Transfer Pricing: CBDT Issues Important Directives On Safe Harbour Rules
Pursuant to the Safe Harbour Rules
in Rules 10TA to 10TG, the CBDT has issued a letter dated 20.12.2013 in
which it has laid down important directives and clarifications on the
manner in which the Safe Harbour Rules are meant to be implemented. The
directives and clarifications are as follows:
(i) AOs should carefully verify and provide to the CBDT in writing
the details of all Form 3CEFA received
by them relating to Safe Harbour
Options;
(ii) There should be no confusion between Safe Harbour Option filed
in paper format in Form 3CEFA and the Form 3CEB (detailing international
transactions) which is filed electronically. The AO has to examine the
form and decide within 2 months of the end of the month in which the
option is filed as to whether to accept the Safe Harbour option or to
make a reference to the TPO. If no action is action, the Safe Harbour
option will be considered as having been accepted and it will remain
valid for 5 years;
(iii) If there are minor defects in Form 3CEFA, the AO has to provide
an opportunity to the taxpayer to rectify the same.
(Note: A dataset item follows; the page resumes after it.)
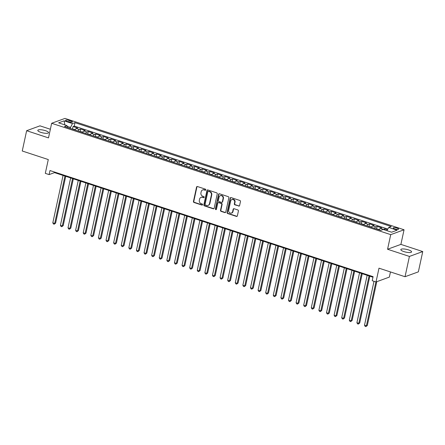 <?xml version="1.0" encoding="UTF-8"?>
<svg xmlns="http://www.w3.org/2000/svg" width="445" height="445" viewBox="0 0 445 445"><rect width="100%" height="100%" fill="white"/><g stroke="black" fill="none" stroke-linecap="round" stroke-linejoin="round"><path stroke-width="0.67" d="M205.801 189.876A0.59 0.528 -110.1 0 0 205.401 189.147L197.469 186.544A0.846 0.757 -110.1 0 0 196.551 187.095L193.453 201.435A0.846 0.757 -110.1 0 0 194.026 202.481L201.952 205.084A0.59 0.528 -110.1 0 0 202.597 204.694A0.59 0.528 -110.1 0 0 202.197 203.966L201.168 203.632A2.698 2.414 -110.1 0 1 199.332 200.294L199.594 199.099A2.698 2.414 -110.1 0 1 201.051 197.352A2.698 2.414 -110.1 0 1 202.531 197.335L203.554 197.675A0.59 0.528 -110.1 0 0 204.199 197.285A0.59 0.528 -110.1 0 0 203.799 196.557L202.77 196.223A2.698 2.414 -110.1 0 1 200.934 192.885L201.196 191.689A2.698 2.414 -110.1 0 1 202.653 189.943A2.698 2.414 -110.1 0 1 204.133 189.926L205.156 190.265A0.59 0.528 -110.1 0 0 205.801 189.876M408.51 249.906A5.501 1.413 12.2 0 0 400.828 249.589A5.501 1.413 12.2 0 0 403.899 251.592A5.501 1.413 12.2 0 0 411.58 251.915A5.501 1.413 12.2 0 0 408.51 249.906M45.49 130.68A5.501 1.413 12.2 0 0 37.808 130.357A5.501 1.413 12.2 0 0 40.879 132.365A5.501 1.413 12.2 0 0 48.561 132.682A5.501 1.413 12.2 0 0 45.49 130.68M397.068 228.107A2.748 0.706 12.2 0 0 393.23 227.946A2.748 0.706 12.2 0 0 394.765 228.947A2.748 0.706 12.2 0 0 398.603 229.108A2.748 0.706 12.2 0 0 397.068 228.107M238.681 206.096A0.846 0.757 -110.1 0 0 239.599 205.54L240.467 201.518A0.846 0.757 -110.1 0 0 239.894 200.478L231.089 197.586A0.846 0.757 -110.1 0 0 230.171 198.136L227.072 212.476A0.846 0.757 -110.1 0 0 227.645 213.522L236.451 216.409A0.846 0.757 -110.1 0 0 237.369 215.858L238.42 211.002A0.846 0.757 -110.1 0 0 237.847 209.957L234.076 208.722A0.846 0.757 -110.1 0 0 233.158 209.272L232.635 211.681A2.258 2.019 -110.1 0 1 228.647 210.368L230.688 200.929A2.258 2.019 -110.1 0 1 234.676 202.241L234.337 203.816A0.846 0.757 -110.1 0 0 234.91 204.856L239.043 205.963A0.846 0.757 -110.1 0 0 239.31 205.996M50.363 129.256L39.967 125.84L26.639 130.708L22.25 151L48.288 159.555L45.307 173.355L49.106 174.601L49.985 170.541L373.088 276.662L372.215 280.723L376.014 281.969L389.342 277.102L390.46 271.934M409.422 256.431L422.75 251.564L400.895 244.383L387.567 249.25L409.422 256.431L405.033 276.723L378.995 268.174L376.014 281.969M387.567 249.25L390.727 234.643L51.653 123.276L64.981 118.409L404.054 229.776L390.727 234.643M26.639 130.708L48.494 137.889L51.653 123.276M217.26 193.898A0.846 0.757 -110.1 0 0 216.687 192.852L207.882 189.965A0.846 0.757 -110.1 0 0 206.964 190.516L203.86 204.856A0.846 0.757 -110.1 0 0 204.439 205.896L213.244 208.788A0.846 0.757 -110.1 0 0 214.162 208.238L217.26 193.898M219.485 193.775L228.291 196.668A0.846 0.757 -110.1 0 1 228.864 197.708L225.765 212.048A0.846 0.757 -110.1 0 1 224.847 212.599L221.076 211.364A0.846 0.757 -110.1 0 1 220.503 210.318L221.76 204.505A0.846 0.757 -110.1 0 0 221.187 203.465L218.684 202.642A0.846 0.757 -110.1 0 0 217.766 203.193L216.459 209.25A0.59 0.528 -110.1 0 1 215.591 209.495A0.59 0.528 -110.1 0 1 215.413 208.905L218.567 194.326A0.846 0.757 -110.1 0 1 219.485 193.775M422.75 251.564L418.361 271.856L405.033 276.723M387.411 229.77L384.736 228.891L384.524 229.881M383.234 229.464A3.438 1.252 -71.8 0 1 383.423 229.375L380.38 228.374L381.699 227.896L377.137 226.394L376.631 228.736M374.518 228.346A3.438 1.252 -71.8 0 1 375.819 226.878L372.782 225.876L374.095 225.398L369.534 223.902L369.027 226.238M366.914 225.849A3.438 1.252 -71.8 0 1 368.221 224.38L365.178 223.379L366.491 222.901L361.93 221.404L361.423 223.74M359.31 223.351A3.438 1.252 -71.8 0 1 360.617 221.883L357.574 220.881L358.887 220.403L354.326 218.907L353.825 221.243M351.711 220.854A3.438 1.252 -71.8 0 1 353.013 219.385L349.97 218.389L351.289 217.905L346.727 216.409L346.221 218.745M344.107 218.356A3.438 1.252 -71.8 0 1 345.409 216.887L342.372 215.892L343.685 215.408L339.123 213.912L338.617 216.248M336.503 215.858A3.438 1.252 -71.8 0 1 337.811 214.39L334.768 213.394L336.081 212.91L331.519 211.414L331.013 213.75M328.899 213.361A3.438 1.252 -71.8 0 1 330.207 211.892L327.164 210.897L328.482 210.418L323.916 208.916L323.415 211.253M321.301 210.863A3.438 1.252 -71.8 0 1 322.603 209.4L319.56 208.399L320.878 207.921L316.317 206.419L315.811 208.755M313.697 208.366A3.438 1.252 -71.8 0 1 314.999 206.903L311.962 205.902L313.274 205.423L308.713 203.921L308.207 206.263M306.093 205.874A3.438 1.252 -71.8 0 1 307.4 204.405L304.358 203.404L305.671 202.926L301.109 201.429L300.603 203.766M298.489 203.376A3.438 1.252 -71.8 0 1 299.797 201.908L296.754 200.906L298.072 200.428L293.505 198.932L293.005 201.268M290.891 200.879A3.438 1.252 -71.8 0 1 292.193 199.41L289.15 198.409L290.468 197.93L285.907 196.434L285.401 198.77M283.287 198.381A3.438 1.252 -71.8 0 1 284.589 196.912L281.552 195.917L282.864 195.433L278.303 193.937L277.797 196.273M275.683 195.883A3.438 1.252 -71.8 0 1 276.99 194.415L273.948 193.419L275.26 192.935L270.699 191.439L270.193 193.775M268.085 193.386A3.438 1.252 -71.8 0 1 269.386 191.917L266.344 190.922L267.662 190.438L263.101 188.941L262.594 191.278M260.481 190.888A3.438 1.252 -71.8 0 1 261.782 189.42L258.74 188.424L260.058 187.946L255.497 186.444L254.991 188.78M252.877 188.391A3.438 1.252 -71.8 0 1 254.178 186.928L251.141 185.927L252.454 185.448L247.893 183.946L247.387 186.283M245.273 185.893A3.438 1.252 -71.8 0 1 246.58 184.43L243.537 183.429L244.85 182.951L240.289 181.454L239.783 183.791M237.674 183.401A3.438 1.252 -71.8 0 1 238.976 181.933L235.933 180.931L237.252 180.453L232.691 178.957L232.184 181.293M230.071 180.904A3.438 1.252 -71.8 0 1 231.372 179.435L228.335 178.434L229.648 177.956L225.087 176.459L224.58 178.795M222.467 178.406A3.438 1.252 -71.8 0 1 223.768 176.938L220.731 175.936L222.044 175.458L217.483 173.962L216.976 176.298M214.863 175.909A3.438 1.252 -71.8 0 1 216.17 174.44L213.127 173.444L214.44 172.96L209.879 171.464L209.373 173.8M207.264 173.411A3.438 1.252 -71.8 0 1 208.566 171.942L205.523 170.947L206.842 170.463L202.28 168.966L201.774 171.303M199.66 170.913A3.438 1.252 -71.8 0 1 200.962 169.445L197.925 168.449L199.238 167.971L194.676 166.469L194.17 168.805M192.056 168.416A3.438 1.252 -71.8 0 1 193.358 166.947L190.321 165.952L191.634 165.473L187.072 163.971L186.566 166.308M184.453 165.918A3.438 1.252 -71.8 0 1 185.76 164.455L182.717 163.454L184.03 162.976L179.469 161.474L178.968 163.81M176.854 163.421A3.438 1.252 -71.8 0 1 178.156 161.958L175.113 160.957L176.431 160.478L171.87 158.982L171.364 161.318M169.25 160.929A3.438 1.252 -71.8 0 1 170.552 159.46L167.515 158.459L168.827 157.981L164.266 156.484L163.76 158.821M161.646 158.431A3.438 1.252 -71.8 0 1 162.953 156.963L159.911 155.961L161.224 155.483L156.662 153.987L156.156 156.323M154.042 155.934A3.438 1.252 -71.8 0 1 155.349 154.465L152.307 153.464L153.62 152.985L149.058 151.489L148.558 153.825M146.444 153.436A3.438 1.252 -71.8 0 1 147.746 151.968L144.703 150.972L146.021 150.488L141.46 148.992L140.954 151.328M138.84 150.938A3.438 1.252 -71.8 0 1 140.142 149.47L137.105 148.474L138.417 147.99L133.856 146.494L133.35 148.83M131.236 148.441A3.438 1.252 -71.8 0 1 132.543 146.972L129.501 145.977L130.813 145.498L126.252 143.996L125.746 146.333M123.632 145.943A3.438 1.252 -71.8 0 1 124.939 144.475L121.897 143.479L123.209 143.001L118.648 141.499L118.148 143.835M116.034 143.446A3.438 1.252 -71.8 0 1 117.335 141.983L114.293 140.982L115.611 140.503L111.05 139.001L110.544 141.338M108.43 140.948A3.438 1.252 -71.8 0 1 109.731 139.485L106.694 138.484L108.007 138.006L103.446 136.509L102.94 138.846M100.826 138.456A3.438 1.252 -71.8 0 1 102.133 136.988L99.09 135.986L100.403 135.508L95.842 134.012L95.336 136.348M93.222 135.959A3.438 1.252 -71.8 0 1 94.529 134.49L91.486 133.489L92.799 133.011L88.238 131.514L87.737 133.85M85.624 133.461A3.438 1.252 -71.8 0 1 86.925 131.993L83.883 130.997L85.201 130.513L80.64 129.017L79.321 129.495A3.438 1.252 108.2 0 0 78.02 130.964M80.133 131.353L80.64 129.017M67.056 121.29L68.73 121.841A2.664 0.684 12.2 0 0 72.452 121.997A2.664 0.684 12.2 0 0 70.961 121.023L69.287 120.478A2.664 0.684 12.2 0 0 65.571 120.322A2.664 0.684 12.2 0 0 67.056 121.29M386.905 230.666L388.724 227.462L391.244 226.544L74.977 122.67L72.457 123.588L70.099 128.36M388.724 227.462L397.085 230.21L391.611 232.207L383.245 229.464L380.725 230.382L64.464 126.508L66.984 125.59L58.618 122.842L64.097 120.845L72.457 123.588M387.812 229.064L74.243 126.08L73.036 126.519L77.597 128.015L76.284 128.499A3.438 1.252 108.2 0 0 74.977 129.962M86.925 131.993L88.238 131.514M94.529 134.49L95.842 134.012M102.133 136.988L103.446 136.509M109.731 139.485L111.05 139.001M117.335 141.983L118.648 141.499M124.939 144.475L126.252 143.996M132.543 146.972L133.856 146.494M140.142 149.47L141.46 148.992M147.746 151.968L149.058 151.489M155.349 154.465L156.662 153.987M162.953 156.963L164.266 156.484M170.552 159.46L171.87 158.982M178.156 161.958L179.469 161.474M185.76 164.455L187.072 163.971M193.358 166.947L194.676 166.469M200.962 169.445L202.28 168.966M208.566 171.942L209.879 171.464M216.17 174.44L217.483 173.962M223.768 176.938L225.087 176.459M231.372 179.435L232.691 178.957M238.976 181.933L240.289 181.454M246.58 184.43L247.893 183.946M254.178 186.928L255.497 186.444M261.782 189.42L263.101 188.941M269.386 191.917L270.699 191.439M276.99 194.415L278.303 193.937M284.589 196.912L285.907 196.434M292.193 199.41L293.505 198.932M299.797 201.908L301.109 201.429M307.4 204.405L308.713 203.921M314.999 206.903L316.317 206.419M322.603 209.4L323.916 208.916M330.207 211.892L331.519 211.414M337.811 214.39L339.123 213.912M345.409 216.887L346.727 216.409M353.013 219.385L354.326 218.907M360.617 221.883L361.93 221.404M368.221 224.38L369.534 223.902M375.819 226.878L377.137 226.394M383.423 229.375L384.736 228.891M70.316 127.365L67.184 126.336M400.895 244.383L404.054 229.776M49.106 174.601L54.507 172.627L372.971 277.224M54.629 172.07L54.507 172.627M72.529 128.855L73.036 126.519M74.243 126.08L74.977 122.67M67.507 127.509L66.984 125.59M83.883 130.997A3.438 1.252 108.2 0 0 82.581 132.46M91.486 133.489A3.438 1.252 108.2 0 0 90.185 134.957M99.09 135.986A3.438 1.252 108.2 0 0 97.783 137.455M106.694 138.484A3.438 1.252 108.2 0 0 105.387 139.953M114.293 140.982A3.438 1.252 108.2 0 0 112.991 142.45M121.897 143.479A3.438 1.252 108.2 0 0 120.595 144.948M129.501 145.977A3.438 1.252 108.2 0 0 128.193 147.445M137.105 148.474A3.438 1.252 108.2 0 0 135.797 149.937M144.703 150.972A3.438 1.252 108.2 0 0 143.401 152.435M152.307 153.464A3.438 1.252 108.2 0 0 151.005 154.932M159.911 155.961A3.438 1.252 108.2 0 0 158.604 157.43M167.515 158.459A3.438 1.252 108.2 0 0 166.208 159.927M175.113 160.957A3.438 1.252 108.2 0 0 173.811 162.425M182.717 163.454A3.438 1.252 108.2 0 0 181.415 164.923M190.321 165.952A3.438 1.252 108.2 0 0 189.014 167.42M197.925 168.449A3.438 1.252 108.2 0 0 196.618 169.918M205.523 170.947A3.438 1.252 108.2 0 0 204.222 172.41M213.127 173.444A3.438 1.252 108.2 0 0 211.826 174.907M220.731 175.936A3.438 1.252 108.2 0 0 219.424 177.405M228.335 178.434A3.438 1.252 108.2 0 0 227.028 179.902M235.933 180.931A3.438 1.252 108.2 0 0 234.632 182.4M243.537 183.429A3.438 1.252 108.2 0 0 242.236 184.898M251.141 185.927A3.438 1.252 108.2 0 0 249.834 187.395M258.74 188.424A3.438 1.252 108.2 0 0 257.438 189.893M266.344 190.922A3.438 1.252 108.2 0 0 265.042 192.39M273.948 193.419A3.438 1.252 108.2 0 0 272.646 194.882M281.552 195.917A3.438 1.252 108.2 0 0 280.244 197.38M289.15 198.409A3.438 1.252 108.2 0 0 287.848 199.877M296.754 200.906A3.438 1.252 108.2 0 0 295.452 202.375M304.358 203.404A3.438 1.252 108.2 0 0 303.056 204.872M311.962 205.902A3.438 1.252 108.2 0 0 310.655 207.37M319.56 208.399A3.438 1.252 108.2 0 0 318.258 209.868M327.164 210.897A3.438 1.252 108.2 0 0 325.862 212.365M334.768 213.394A3.438 1.252 108.2 0 0 333.466 214.863M342.372 215.892A3.438 1.252 108.2 0 0 341.065 217.355M349.97 218.389A3.438 1.252 108.2 0 0 348.669 219.852M357.574 220.881A3.438 1.252 108.2 0 0 356.273 222.35M365.178 223.379A3.438 1.252 108.2 0 0 363.871 224.847M372.782 225.876A3.438 1.252 108.2 0 0 371.475 227.345M380.38 228.374A3.438 1.252 108.2 0 0 379.079 229.843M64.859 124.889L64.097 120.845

However, the
statutory time limit of 2 months provided in Rule 10TE (14)(i) cannot be
exceeded;
(iv) The AO has to verify the eligibility of the assessee and the
international transactions. Under Rule 10TF, the Safe Harbour Rules will
not apply to a country notified in s. 94A (e.g. Cyprus);
(v) If the taxpayer has opted for Safe Harbour but has reported rates
or margins less than the Safe Harbour rates or margins, the income has
to be computed on the basis of the Safe Harbour rates or margins;
(vi) The Safe Harbour rates or margins are not a benchmark for cases
not covered by the Safe Harbour Rules. In such cases, a regular transfer
pricing audit should be carried out without regard to the Safe Harbour
rates or margins.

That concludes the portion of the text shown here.